0.12: The surge in customers trying to get through to call centres is also a reflection of the centres' growing range of tasks.
0.12: Problems are occurring because increased responsibility is not going hand-in-hand with more training, the survey found.
0.17: This, Ms Diemont warns, is "scary" and not good for the bottom line either.
0.17: Poor training frustrates both call centre workers and customers.
0.12: Half of them argue that workers in other countries offer better skills for the money.
0.20: But not everybody believes that outsourcing and offshoring are the solution.
0.12: Nearly two-thirds of all firms polled for the survey have no plans to offshore their call centres.
0.50: What are your experiences with call centres?
0.14: Are you happy to listen to Vivaldi or Greensleeves, or do you want an immediate response?
0.17: And if you work in a call centre: did your training prepare you for your job?


Let's make the whole code into one function:

In [83]:
def wrap(x):
  return textwrap.fill(x, replace_whitespace=False, fix_sentence_endings=True)

In [96]:
def summarize(text):
    #tokenize sentences
    input_sentences = sent_tokenize(text)

    #vectorize sentences
    X = vectorizer.fit_transform(input_sentences)

    # let's score each line of X, aka each sentences
    score = np.zeros(len(input_sentences))
    for i in range(X.shape[0]):
        score[i] = X[i][X[i] != 0].mean()

    index_score = np.argsort(-score)

    # print top 5 sentences in order of appearance.
    sorted_index_score = np.sort(index_score[:5])
    for index in sorted_index_score:
        print(wrap("%.2f: %s" % (score[index], input_sentences[index])))


In [99]:
filepath = "../datasets/bbc/business/032.txt"

with open(filepath) as file:
    text = file.read()
    print('Title: ', text.split('\n\n')[0])

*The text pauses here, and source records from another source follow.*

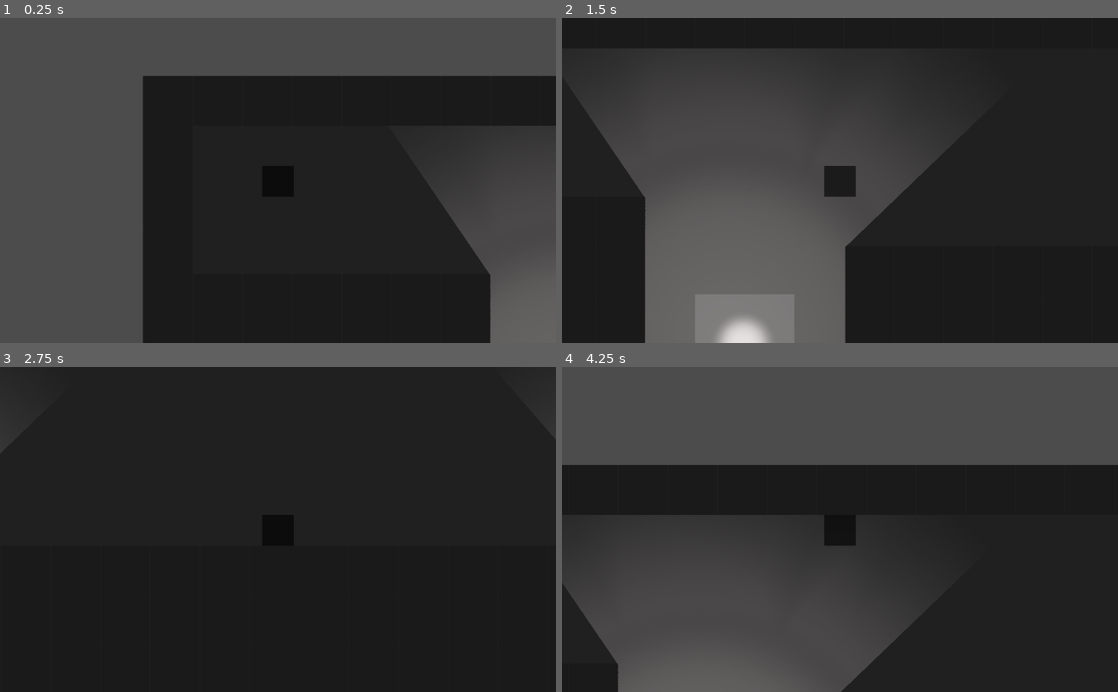
Above: before the commit, frames 1-4 (two rows, left to right).
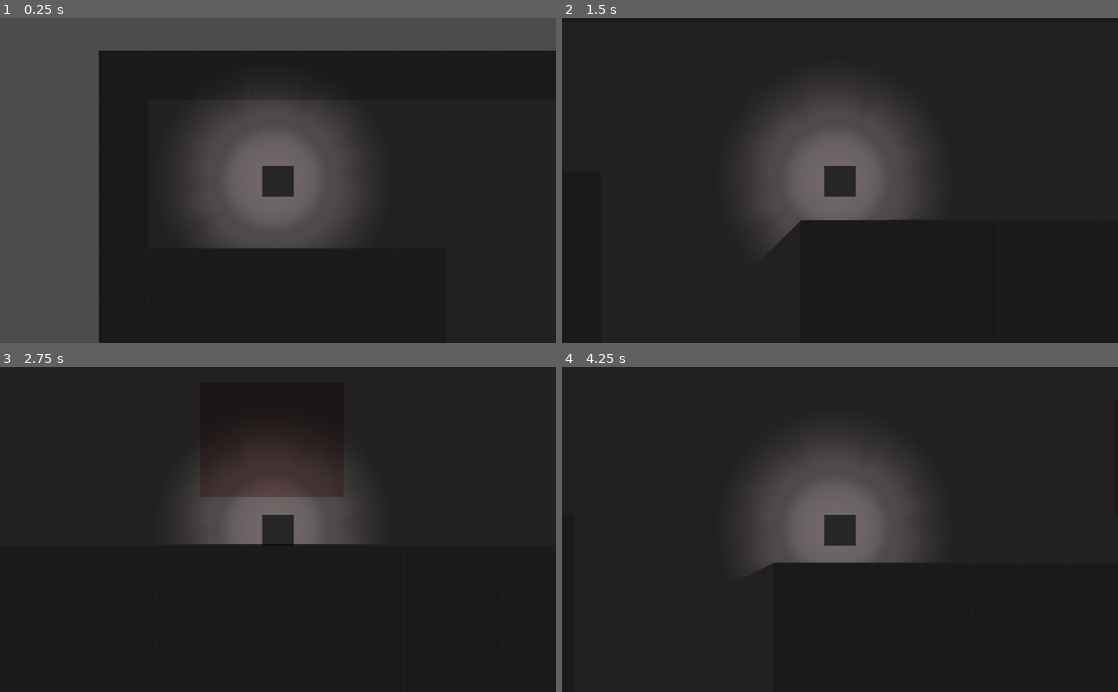
Above: after the commit, the same moments.

Repository: Seniordelpan/nuevo_juego
Game: Godot game, scene res://escenas/World.tscn
Same seed, same stepped clock (60 frames per second), same inputs: the game is played once before the commit and once after it. The project has no main scene, so this scene is started directly.
Inputs:
- Up to frame 1 (0.25 s): no input
- Up to frame 2 (1.5 s): tap Enter at 0.5 s; hold Right (ui_right) 0.53-1.28 s; hold Shift (mov_run) 0.53-1.28 s; hold Down (ui_down) from 1.28 s (still down); tap Shift (mov_run) at 1.35 s
- Up to frame 3 (2.75 s): tap Space at 2 s; release Down (ui_down) at 2.03 s; hold Right (ui_right) from 2.03 s (still down); hold Shift (mov_run) from 2.03 s (still down)
- Up to frame 4 (4.25 s): release Right (ui_right) at 2.78 s; release Shift (mov_run) at 2.78 s; hold Up (ui_up) 2.78-3.53 s; tap Shift (mov_run) at 2.85 s; hold Left (ui_left) from 3.53 s (still down); hold Shift (mov_run) from 3.53 s (still down)

The runs differ from the first frame. In frame 1, 35% of the frame differs, in the area x 17-100%, y 10-100%; in frame 2, 28%; in frame 3, 7.4%; in frame 4, 59%, in the area x 0-100%, y 0-100%.
Error after the commit: Invalid get index 'global_position' (on base: 'null instance'). (res://scripts/KinematicBody2D.gd:10)

Commit message:
Add files via upload

Diff:
--- a/Nuevo Proyecto de Juego/escenas/Player.tscn
+++ b/Nuevo Proyecto de Juego/escenas/Player.tscn
@@ -1,12 +1,17 @@
-[gd_scene load_steps=3 format=2]
+[gd_scene load_steps=4 format=2]
 
 [ext_resource path="res://scripts/Player.gd" type="Script" id=1]
+[ext_resource path="res://escenas/light.tscn" type="PackedScene" id=2]
 
 [sub_resource type="RectangleShape2D" id=1]
 extents = Vector2( 20, 20 )
 
 [node name="Player" type="KinematicBody2D"]
 script = ExtResource( 1 )
+
+[node name="light" parent="." instance=ExtResource( 2 )]
+position = Vector2( 20, 20 )
+scale = Vector2( 0.3125, 0.3125 )
 
 [node name="ColorRect" type="ColorRect" parent="."]
 margin_right = 40.0
--- a/Nuevo Proyecto de Juego/escenas/World.tscn
+++ b/Nuevo Proyecto de Juego/escenas/World.tscn
@@ -1,8 +1,8 @@
-[gd_scene load_steps=13 format=2]
+[gd_scene load_steps=11 format=2]
 
 [ext_resource path="res://escenas/Player.tscn" type="PackedScene" id=1]
 [ext_resource path="res://sprites/pared.png" type="Texture" id=2]
-[ext_resource path="res://escenas/light.tscn" type="PackedScene" id=3]
+[ext_resource path="res://escenas/enemigo.tscn" type="PackedScene" id=4]
 
 [sub_resource type="ConvexPolygonShape2D" id=1]
 points = PoolVector2Array( 160, 32, 0, 32, 0, 0, 160, 0 )
@@ -84,12 +84,6 @@
 [sub_resource type="OccluderPolygon2D" id=6]
 polygon = PoolVector2Array( 642, 257, 642, 2175, 1599, 2174, 1601, 1471, 1663, 1471, 1664, 1408, 1471, 1408, 1472, 1022, 1664, 1022, 1663, 961, 1599, 961, 1601, 255 )
 
-[sub_resource type="OccluderPolygon2D" id=7]
-polygon = PoolVector2Array( -65, -63, -65, 2494, 3454, 2496, 3456, -61 )
-
-[sub_resource type="OccluderPolygon2D" id=8]
-polygon = PoolVector2Array( 3393, 0, 0, 0, 0, 2432, 3393, 2432 )
-
 [sub_resource type="OccluderPolygon2D" id=9]
 polygon = PoolVector2Array( 2750, 2175, 2752, 256, 1860, 258, 1858, 958, 1794, 962, 1790, 1022, 1986, 1022, 1984, 1405, 1792, 1409, 1792, 1471, 1852, 1467, 1854, 2168 )
 
@@ -98,10 +92,14 @@
 [node name="ColorRect" type="ColorRect" parent="."]
 margin_right = 3392.0
 margin_bottom = 2432.0
-color = Color( 0.462745, 0.458824, 0.458824, 1 )
+color = Color( 0.498039, 0.470588, 0.470588, 1 )
+
+[node name="enemigo" parent="." instance=ExtResource( 4 )]
+position = Vector2( 1146, 107 )
+radio_detectar = 300
 
 [node name="Player" parent="." instance=ExtResource( 1 )]
-position = Vector2( 90, 52 )
+position = Vector2( 211, 147 )
 
 [node name="Camera2D" type="Camera2D" parent="Player"]
 position = Vector2( 20, 19 )
@@ -109,59 +107,26 @@
 zoom = Vector2( 0.7, 0.7 )
 
 [node name="TileMap" type="TileMap" parent="."]
+position = Vector2( 64, 62 )
 tile_set = SubResource( 3 )
 format = 1
 tile_data = PoolIntArray( -1, 2, 0, -65536, 2, 0, -65535, 2, 0, -65534, 2, 0, -65533, 2, 0, -65532, 2, 0, -65531, 2, 0, …(20647 unchanged characters)…
 
-[node name="Luces" type="Node2D" parent="."]
+[node name="sombras" type="Node2D" parent="TileMap"]
+position = Vector2( 0, -2 )
 
-[node name="light" parent="Luces" instance=ExtResource( 3 )]
-position = Vector2( 512, 382 )
-
-[node name="light2" parent="Luces" instance=ExtResource( 3 )]
-position = Vector2( 516, 1064 )
-
-[node name="light3" parent="Luces" instance=ExtResource( 3 )]
-position = Vector2( 517, 1876 )
-
-[node name="light4" parent="Luces" instance=ExtResource( 3 )]
-position = Vector2( 2888, 398 )
-
-[node name="light5" parent="Luces" instance=ExtResource( 3 )]
-position = Vector2( 2888, 1179 )
-
-[node name="light6" parent="Luces" instance=ExtResource( 3 )]
-position = Vector2( 2887, 1900 )
-
-[node name="light10" parent="Luces" instance=ExtResource( 3 )]
-position = Vector2( 1729, 403 )
-
-[node name="light11" parent="Luces" instance=ExtResource( 3 )]
-position = Vector2( 1731, 1199 )
-
-[node name="light12" parent="Luces" instance=ExtResource( 3 )]
-position = Vector2( 1732, 1966 )
-
-[node name="sombras" type="Node2D" parent="."]
-
-[node name="LightOccluder2D" type="LightOccluder2D" parent="sombras"]
+[node name="LightOccluder2D" type="LightOccluder2D" parent="TileMap/sombras"]
 occluder = SubResource( 5 )
 
-[node name="LightOccluder2D2" type="LightOccluder2D" parent="sombras"]
+[node name="LightOccluder2D2" type="LightOccluder2D" parent="TileMap/sombras"]
 occluder = SubResource( 6 )
 
-[node name="LightOccluder2D3" type="LightOccluder2D" parent="sombras"]
-occluder = SubResource( 7 )
-
-[node name="LightOccluder2D4" type="LightOccluder2D" parent="sombras"]
-occluder = SubResource( 8 )
-
-[node name="LightOccluder2D5" type="LightOccluder2D" parent="sombras"]
+[node name="LightOccluder2D5" type="LightOccluder2D" parent="TileMap/sombras"]
 position = Vector2( 3010, 0 )
 occluder = SubResource( 5 )
 
-[node name="LightOccluder2D6" type="LightOccluder2D" parent="sombras"]
+[node name="LightOccluder2D6" type="LightOccluder2D" parent="TileMap/sombras"]
 occluder = SubResource( 9 )
 
-[node name="LightOccluder2D7" type="LightOccluder2D" parent="sombras"]
+[node name="LightOccluder2D7" type="LightOccluder2D" parent="TileMap/sombras"]
 occluder = SubResource( 5 )
--- /dev/null
+++ b/Nuevo Proyecto de Juego/escenas/enemigo.tscn
@@ -0,0 +1,22 @@
+[gd_scene load_steps=3 format=2]
+
+[ext_resource path="res://scripts/KinematicBody2D.gd" type="Script" id=2]
+
+[sub_resource type="RectangleShape2D" id=1]
+extents = Vector2( 92.5, 74 )
+
+[node name="enemigo" type="KinematicBody2D"]
+script = ExtResource( 2 )
+
+[node name="ColorRect" type="ColorRect" parent="."]
+margin_right = 185.0
+margin_bottom = 148.0
+color = Color( 0.419608, 0.32549, 0.32549, 1 )
+
+[node name="CollisionShape2D" type="CollisionShape2D" parent="."]
+position = Vector2( 92.5, 74 )
+shape = SubResource( 1 )
+
+[node name="vision" type="Area2D" parent="."]
+
+[node name="CollisionShape2D" type="CollisionShape2D" parent="vision"]
--- /dev/null
+++ b/Nuevo Proyecto de Juego/scripts/KinematicBody2D.gd
@@ -0,0 +1,18 @@
+extends KinematicBody2D
+
+
+var velocidad = 150
+var distancia = 300
+var activo = false
+
+# Called when the node enters the scene tree for the first time.
+func _ready():
+	$Player.global_position
+
+
+func _physics_process(delta):
+	pass
+
+
+func _on_VisibilityNotifier2D_screen_entered():
+	activo = true

Title:  Japanese banking battle at an end


In [100]:
summarize(text=text)

0.11: The deal would create the world's biggest bank with assets of
about 189 trillion yen ($1.8 trillion).
0.12: Concerns were also raised about Sumitomo's ability to absorb UFJ
and the former has now admitted defeat.
0.50: However, this is expected to be a formality.
0.11: The two are set to merge their venture capital operations and
there has been speculation that this could lead to a full-blown
merger.
0.14: Japanese banks are increasingly seeking alliances to boost
profits.